In December 1983, much of Texas experienced a significant cold snap. For our house, this generally resulted in frozen pipes and no running water until it thawed. This was the case the morning after we arrived home for Christmas. My girlfriend was highly distressed by not being able to shower or at least wash her hair before going to my aunt’s house for Christmas dinner.
Fortunately, Daddy had anticipated the freeze and had filled a number of pots and the bathtub with water. We were able to heat water on the stove so she could wash her hair and clean up to her satisfaction. This was her first real exposure to what life on our farm could be. Today, we live on that same farm and laugh at this memory!
Gilda Bryant
Christmas on the southern High Plains of Texas was a special time for our family. Once we fed the cattle and horses, my mother let my Italian-American father use her kitchen.
He recreated his mother's favorite meal, starting two days before Christmas. Using an enormous pot, he added tomatoes and spices to create a tasty, rich sauce called "red gravy" that bubbled on the stove for 24 hours. The next day, he made Nonna's version of braciole – round steak filled with pork, veal and breadcrumbs tied with string and meatballs. Both simmered in the red gravy for another 24 hours.
On Christmas Day, we had an Italian feast: polenta (made with cornmeal), meatballs and sliced braciole, all swimming in red gravy – and laughter!
Paul Marchant
I’ve always loved a good Christmas tree, and early in the summer my wife and I, along with our first son, embarked on our first adventure as semi-responsible, full-time adults, I spotted the perfect piñon pine, situated on a hillside some 60 miles from our home. Along with an almost giddy anticipation, I kept a note in my head of that tree throughout the summer and fall.

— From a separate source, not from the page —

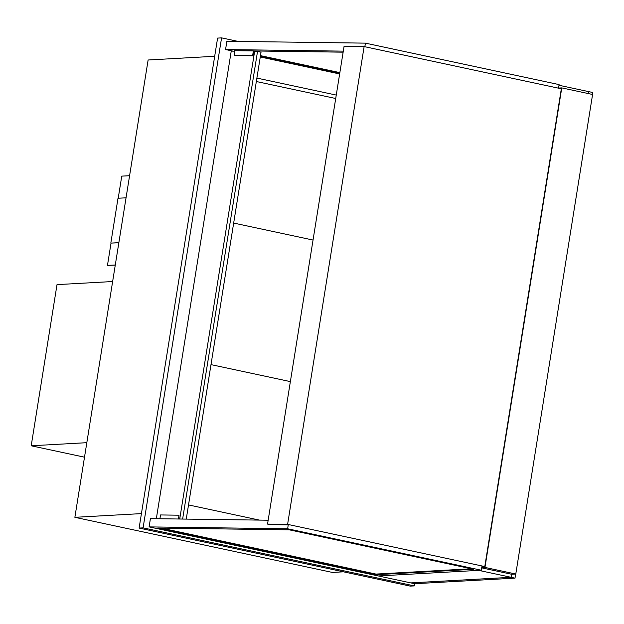 <?xml version="1.0" encoding="UTF-8"?>
<svg xmlns="http://www.w3.org/2000/svg" width="624" height="624" viewBox="0 0 624 624"><rect width="100%" height="100%" fill="white"/><g stroke="black" fill="none" stroke-linecap="round" stroke-linejoin="round"><path stroke-width="0.94" d="M238.118 41.41L221.575 37.869L217.597 38.095L139.113 528.076L410.311 586.131L414.297 585.905L414.648 583.729L378.355 575.96L478.725 570.375L511.111 577.301L410.748 582.894L511.111 577.301L515.011 578.144L414.648 583.729M139.113 528.076L143.091 527.857L414.297 585.905M221.575 37.869L143.091 527.857M256.893 78.086L336.266 95.082M259.412 520.096L188.526 504.925M343.473 571.826L332.42 572.442L74.872 517.312L148.122 59.99L214.679 56.285M141.43 513.607L74.872 517.312M484.793 566.569L287.602 524.363L484.793 566.569L561.327 88.78L484.793 566.569L481.876 566.732M558.542 88.07L561.764 87.89L484.957 567.427L515.783 574.025L592.589 94.489L561.764 87.89M481.689 567.856L511.602 574.259L515.783 574.025M481.736 567.606L484.957 567.427M86.83 442.681L31.2 445.786L57.01 284.63L112.64 281.533M84.505 457.189L31.2 445.786M558.987 85.27L588.9 91.673L588.588 93.631L588.9 91.673L592.8 92.508L592.488 94.466M511.602 574.259L511.111 577.301L511.602 574.259M471.253 568.776L375.976 574.08L161.109 528.083M375.874 574.735L157.732 528.044L289.294 529.831L473.647 569.283L375.874 574.735L375.976 574.08M481.315 570.227L287.633 528.77L149.097 526.89L378.355 575.96L481.315 570.227L481.946 566.28M149.097 526.89L150.423 518.614L268.164 520.213M287.633 528.77L288.257 524.846M260.489 55.637L339.862 72.626M234.905 50.692L234.195 50.684L234.881 50.833M260.38 56.293L339.752 73.281M343.138 52.166L253.539 50.95M339.643 73.952L260.27 56.963M233.103 51.152L225.56 49.538L343.301 51.137M558.527 88.179L559.096 84.599L365.414 43.142L226.886 41.262L225.56 49.538M365.414 43.142L364.845 46.722M234.827 51.176L231.231 51.121L156.335 518.692M254.615 51.441L253.664 51.425L252.962 55.786L234.491 55.536L234.905 50.661L253.383 50.911L252.611 55.7L234.14 55.45M255.302 51.371L253.383 50.911M178.402 518.996L179.01 515.198L178.768 519.004M179.01 515.198L160.54 514.948L159.931 518.747M515.674 574.033L515.011 578.144M267.548 524.09L269.646 524.597L288.374 524.846L287.602 524.363L267.548 524.09L344.074 46.301L364.127 46.574L287.602 524.363L364.127 46.574L561.327 88.78M186.248 519.106L261.027 52.244L257.533 51.402L182.629 519.051M179.728 519.012L254.631 51.363L257.533 51.402M233.665 223.064L313.045 240.053L233.665 223.064M335.712 98.506L256.339 81.518M210.998 364.619L290.371 381.607L210.998 364.619M129.589 175.695L121.758 176.132L118.217 198.237M111.025 243.157L107.461 265.418L115.268 265.091M107.461 265.418L115.292 264.982M126.048 197.8L118.006 198.253L110.822 243.11L118.864 242.666M110.822 243.11L118.849 242.767"/></g></svg>
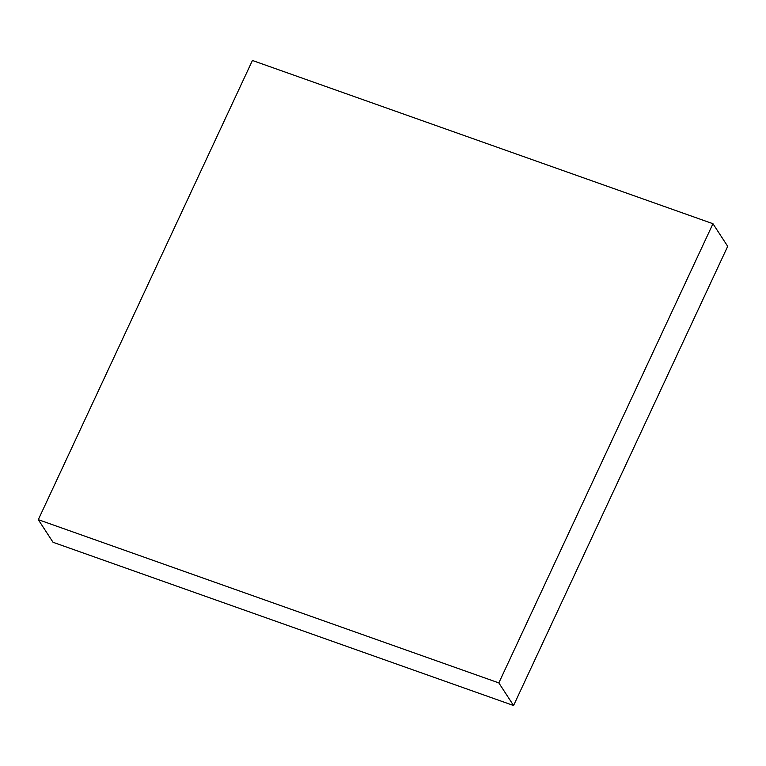 <?xml version="1.0" encoding="UTF-8"?>
<svg xmlns="http://www.w3.org/2000/svg" width="766" height="766" viewBox="0 0 766 766"><rect width="100%" height="100%" fill="white"/><g stroke="black" fill="none" stroke-linecap="round" stroke-linejoin="round"><path stroke-width="1.15" d="M38.3 519.664L53.036 542.28L513.574 705.524L727.7 246.336L712.964 223.72L252.426 60.476L38.3 519.664L498.838 682.908L513.574 705.524M498.838 682.908L712.964 223.72"/></g></svg>

In mid-November, I made the trek out to the hill where my lone Christmas sentinel proudly stood, sure in the knowledge of the joy that my bride and my baby would find when I dragged the perfect tree into the little ranch house.
Once in a while life offers up gems where high expectations are met with equal results. Though there was no fanfare and we didn’t fully appreciate it at the time, my favorite Christmas tree ever offered up one of those gems, as that year we humbly celebrated the birth of our Savior, just the three of us, far from family but perhaps more at home than we’d ever been.